(Collected data)
*** Begin section ***

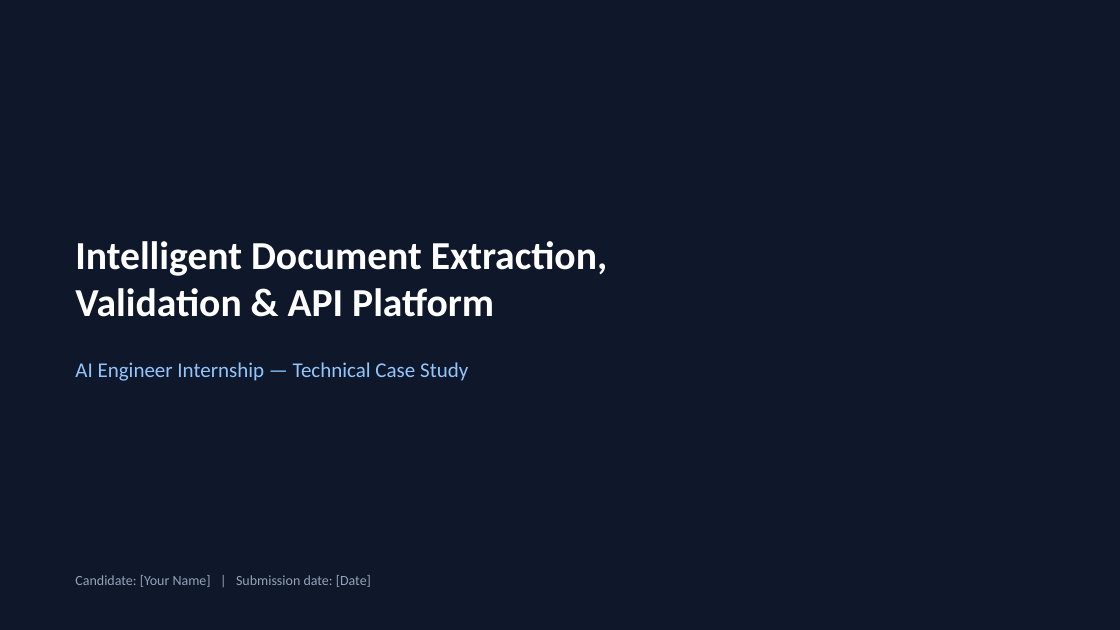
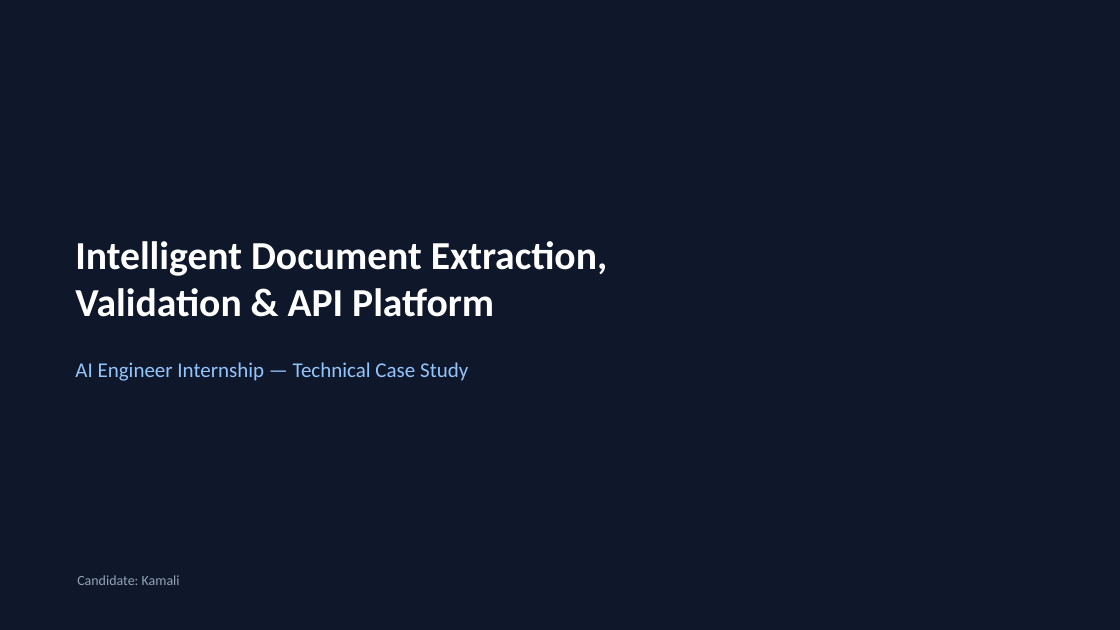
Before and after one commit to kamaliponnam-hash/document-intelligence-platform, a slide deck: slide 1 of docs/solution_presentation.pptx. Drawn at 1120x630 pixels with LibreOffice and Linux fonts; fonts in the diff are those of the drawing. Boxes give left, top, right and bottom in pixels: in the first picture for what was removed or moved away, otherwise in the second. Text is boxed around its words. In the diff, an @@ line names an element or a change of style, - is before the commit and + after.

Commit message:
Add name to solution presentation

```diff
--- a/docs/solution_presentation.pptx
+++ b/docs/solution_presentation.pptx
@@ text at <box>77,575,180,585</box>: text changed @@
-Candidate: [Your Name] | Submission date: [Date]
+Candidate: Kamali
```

*** End section ***

Take every record and copy it word for word, dropping the pictures.

RESULT BELOW:
Before and after one commit to kamaliponnam-hash/document-intelligence-platform, a slide deck: slide 1 of docs/solution_presentation.pptx. Drawn at 1120x630 pixels with LibreOffice and Linux fonts; fonts in the diff are those of the drawing. Boxes give left, top, right and bottom in pixels: in the first picture for what was removed or moved away, otherwise in the second. Text is boxed around its words. In the diff, an @@ line names an element or a change of style, - is before the commit and + after.

Commit message:
Add name to solution presentation

```diff
--- a/docs/solution_presentation.pptx
+++ b/docs/solution_presentation.pptx
@@ text at <box>77,575,180,585</box>: text changed @@
-Candidate: [Your Name] | Submission date: [Date]
+Candidate: Kamali
```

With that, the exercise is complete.